12-month period ending November 2024
Income Assumptions | Value / Unit | Year Change (%) |
---|---|---|
Occupancy (%) | 93.00% | -0.5% |
Rental Income / Occupied Unit | $1,130.33 | 6.5% |
Recoverable Expenses / Occupied Unit | $46.56 | 7.9% |
Other Income / Occupied Unit | $73.31 | 0.3% |
Total Income / Occupied Unit | $1,250.19 | 6.1% |
Operating Income | ||
Rental Income | $1,051.24 | 5.9% |
Recoverable Expenses | $43.30 | 7.3% |
Other Income | $68.19 | -0.2% |
Total Income | $1,162.73 | 5.6% |
Operating Expenses | Value / Unit | Year Change (%) |
---|---|---|
Payroll | $126.82 | 4.8% |
Marketing & Advertising | $13.13 | 10.6% |
Repairs & Maintenance | $110.73 | -0.7% |
Administrative | $44.63 | 1.3% |
Management Fees | $49.11 | 3.4% |
Utilities | $101.71 | 4.8% |
Real Estate & Other Taxes | $122.94 | -0.6% |
Insurance | $36.59 | 20.3% |
Other Operating Expensees | $2.02 | |
Total Operating Expense | $607.67 | 2.9% |
Net Operating Income | $555.05 | 8.6% |
Cleveland’s multifamily market is poised for steady performance in 2025, supported by a balanced supply-demand dynamic and the metro’s resilient economic foundations. Occupancy rates are projected to rise slightly to 92.6% by year-end, as net absorption modestly outpaces new completions.

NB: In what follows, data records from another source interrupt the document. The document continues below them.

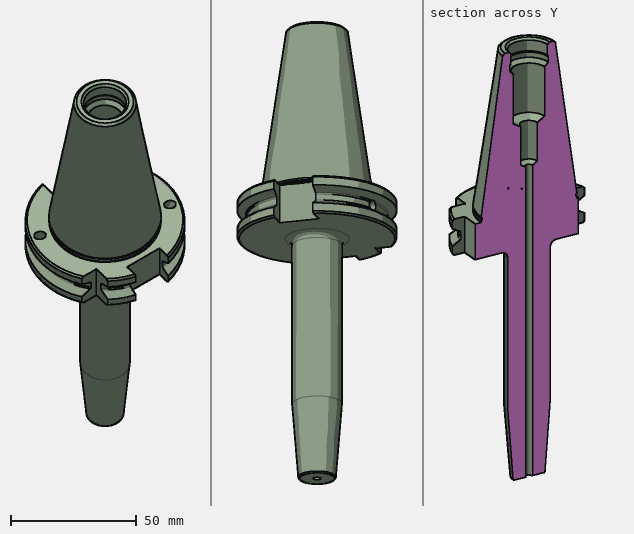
import cadquery as cq
import math


gauge_radius = 22.2
taper_length = 68.4
taper_ratio = 7 / 24
radius_slope = taper_ratio / 2
taper_overrun = 1.0
base_radius = gauge_radius + taper_overrun * radius_slope
end_radius = gauge_radius - taper_length * radius_slope
end_chamfer_width = 1.0
end_chamfer_height = 1.0

relief_depth = 0.5
relief_floor_width = 0.5
relief_top = -taper_overrun
relief_floor_top = relief_top - relief_depth
relief_floor_bottom = relief_floor_top - relief_floor_width
relief_bottom = relief_floor_bottom - relief_depth

flange_diameter = 63.5
flange_radius = flange_diameter / 2
flange_top = -3.2
flange_bottom = -19.0
flange_chamfer = 0.8

groove_centre = -11.1
groove_floor_radius = 28.0
groove_floor_width = 3.4
groove_corner_radius = 0.8
flank_angle = math.radians(30)
flank_height = (flange_radius - groove_floor_radius) * math.tan(flank_angle)
corner_turn = math.pi / 2 - flank_angle
corner_tangent = groove_corner_radius * math.tan(corner_turn / 2)
corner_outer_radius = groove_floor_radius + corner_tangent * math.cos(flank_angle)
floor_half = groove_floor_width / 2 - corner_tangent
corner_half = groove_floor_width / 2 + corner_tangent * math.sin(flank_angle)
mouth_half = groove_floor_width / 2 + flank_height

overall_length = 188.4
nose_bottom = taper_length - overall_length
nose_length = 31.5
nose_top = nose_bottom + nose_length
nose_radius = 7.5
nose_chamfer = 0.5
shank_radius = 10.0
shank_fillet = 2.8

slot_width = 16.2
left_slot_distance = 23.0
right_slot_distance = 25.0
notch_distance = 18.5

coolant_angles = (70, 250)
coolant_radius = 2.0
coolant_circle_radius = 27.1
coolant_tilt = math.radians(30)
coolant_meeting_radius = coolant_circle_radius - (flange_top - groove_centre) * math.tan(coolant_tilt)

mouth_radius = 9.5
pilot_radius = 8.5
pilot_depth = 5.7
undercut_radius = 8.9
undercut_start = 6.4
undercut_end = 8.7
thread_radius = 7.2
thread_depth = 32
channel_radius = 3.8
channel_depth = 50.9
tool_bore_radius = 1.5
drill_point_slope = math.tan(math.radians(30))

clearance = 1.9


def make_body():
    """Revolved outer shape, from the nose up to the taper end."""
    return (
        cq.Workplane("XZ")
        .moveTo(0, nose_bottom)
        .lineTo(nose_radius - nose_chamfer, nose_bottom)
        .lineTo(nose_radius, nose_bottom + nose_chamfer)
        .lineTo(shank_radius, nose_top)
        .lineTo(shank_radius, flange_bottom - shank_fillet)
        .radiusArc((shank_radius + shank_fillet, flange_bottom), shank_fillet)
        .lineTo(flange_radius - flange_chamfer, flange_bottom)
        .lineTo(flange_radius, flange_bottom + flange_chamfer)
        .lineTo(flange_radius, groove_centre - mouth_half)
        .lineTo(corner_outer_radius, groove_centre - corner_half)
        .radiusArc((groove_floor_radius, groove_centre - floor_half), groove_corner_radius)
        .lineTo(groove_floor_radius, groove_centre + floor_half)
        .radiusArc((corner_outer_radius, groove_centre + corner_half), groove_corner_radius)
        .lineTo(flange_radius, groove_centre + mouth_half)
        .lineTo(flange_radius, flange_top - flange_chamfer)
        .lineTo(flange_radius - flange_chamfer, flange_top)
        .lineTo(base_radius, flange_top)
        .lineTo(base_radius, relief_bottom)
        .lineTo(base_radius - relief_depth, relief_floor_bottom)
        .lineTo(base_radius - relief_depth, relief_floor_top)
        .lineTo(base_radius, relief_top)
        .lineTo(end_radius + end_chamfer_height * radius_slope, taper_length - end_chamfer_height)
        .lineTo(end_radius - end_chamfer_width, taper_length)
        .lineTo(0, taper_length)
        .close()
        .revolve(360, (0, 0, 0), (0, 1, 0))
    )


def make_bore():
    """Stepped bore along the whole axis, from the tool end up to the taper end."""
    thread_floor = taper_length - thread_depth
    thread_cone_bottom = thread_floor - (thread_radius - channel_radius) * drill_point_slope
    channel_floor = taper_length - channel_depth
    channel_cone_bottom = channel_floor - (channel_radius - tool_bore_radius) * drill_point_slope
    thread_top = taper_length - undercut_end - (undercut_radius - thread_radius)
    return (
        cq.Workplane("XZ")
        .moveTo(0, nose_bottom)
        .lineTo(tool_bore_radius, nose_bottom)
        .lineTo(tool_bore_radius, channel_cone_bottom)
        .lineTo(channel_radius, channel_floor)
        .lineTo(channel_radius, thread_cone_bottom)
        .lineTo(thread_radius, thread_floor)
        .lineTo(thread_radius, thread_top)
        .lineTo(undercut_radius, taper_length - undercut_end)
        .lineTo(undercut_radius, taper_length - undercut_start)
        .lineTo(pilot_radius, taper_length - pilot_depth)
        .lineTo(pilot_radius, taper_length - (mouth_radius - pilot_radius))
        .lineTo(mouth_radius, taper_length)
        .lineTo(0, taper_length)
        .close()
        .revolve(360, (0, 0, 0), (0, 1, 0))
    )


def flange_cutter(x_min, x_max, y_min, y_max):
    """Box that cuts through the full thickness of the flange."""
    size = (x_max - x_min, y_max - y_min, flange_top - flange_bottom)
    return cq.Workplane("XY", origin=(x_min, y_min, flange_bottom)).box(*size, centered=False)


def make_coolant_passage(angle):
    """Sloping hole and radial hole that meet below the flange face."""
    meeting_point = (coolant_meeting_radius, 0, groove_centre)
    slope_plane = cq.Plane(
        origin=meeting_point,
        xDir=(0, 1, 0),
        normal=(math.sin(coolant_tilt), 0, math.cos(coolant_tilt)),
    )
    slope_length = (flange_top - groove_centre) / math.cos(coolant_tilt) + clearance
    sloping_hole = cq.Workplane(slope_plane).circle(coolant_radius).extrude(slope_length)
    radial_length = groove_floor_radius - coolant_meeting_radius + clearance
    radial_hole = cq.Workplane("YZ", origin=meeting_point).circle(coolant_radius).extrude(radial_length)
    return sloping_hole.union(radial_hole).rotate((0, 0, 0), (0, 0, 1), angle)


outside = flange_radius + clearance
slot_half = slot_width / 2
left_slot = flange_cutter(-outside, -left_slot_distance, -slot_half, slot_half)
right_slot = flange_cutter(right_slot_distance, outside, -slot_half, slot_half)
notch = flange_cutter(notch_distance, outside, -outside, -notch_distance)
coolant_passages = [make_coolant_passage(angle) for angle in coolant_angles]

result = make_body()
for cutter in (left_slot, right_slot, notch, make_bore(), *coolant_passages):
    result = result.cut(cutter)

Rent growth is expected to remain solid at approximately 3.0%, further reinforcing market stability.
The metro’s manageable construction pipeline, affordable rents, and diverse economy—anchored by the finance, healthcare, and manufacturing sectors—position Cleveland for continued stability and strong performance compared to national trends. Healthcare remains a cornerstone of the local economy, with major networks such as Cleveland Clinic, University Hospitals, and MetroHealth serving as key employers. Cleveland’s reputation as a healthcare hub is further supported by the Health-Tech Corridor (HTC), a 1,600-acre innovation district that links Downtown Cleveland to University Circle. The HTC is home to hospitals, academic institutions, business incubators, and over 170 health-tech companies, underscoring the metro’s leadership in health and technology.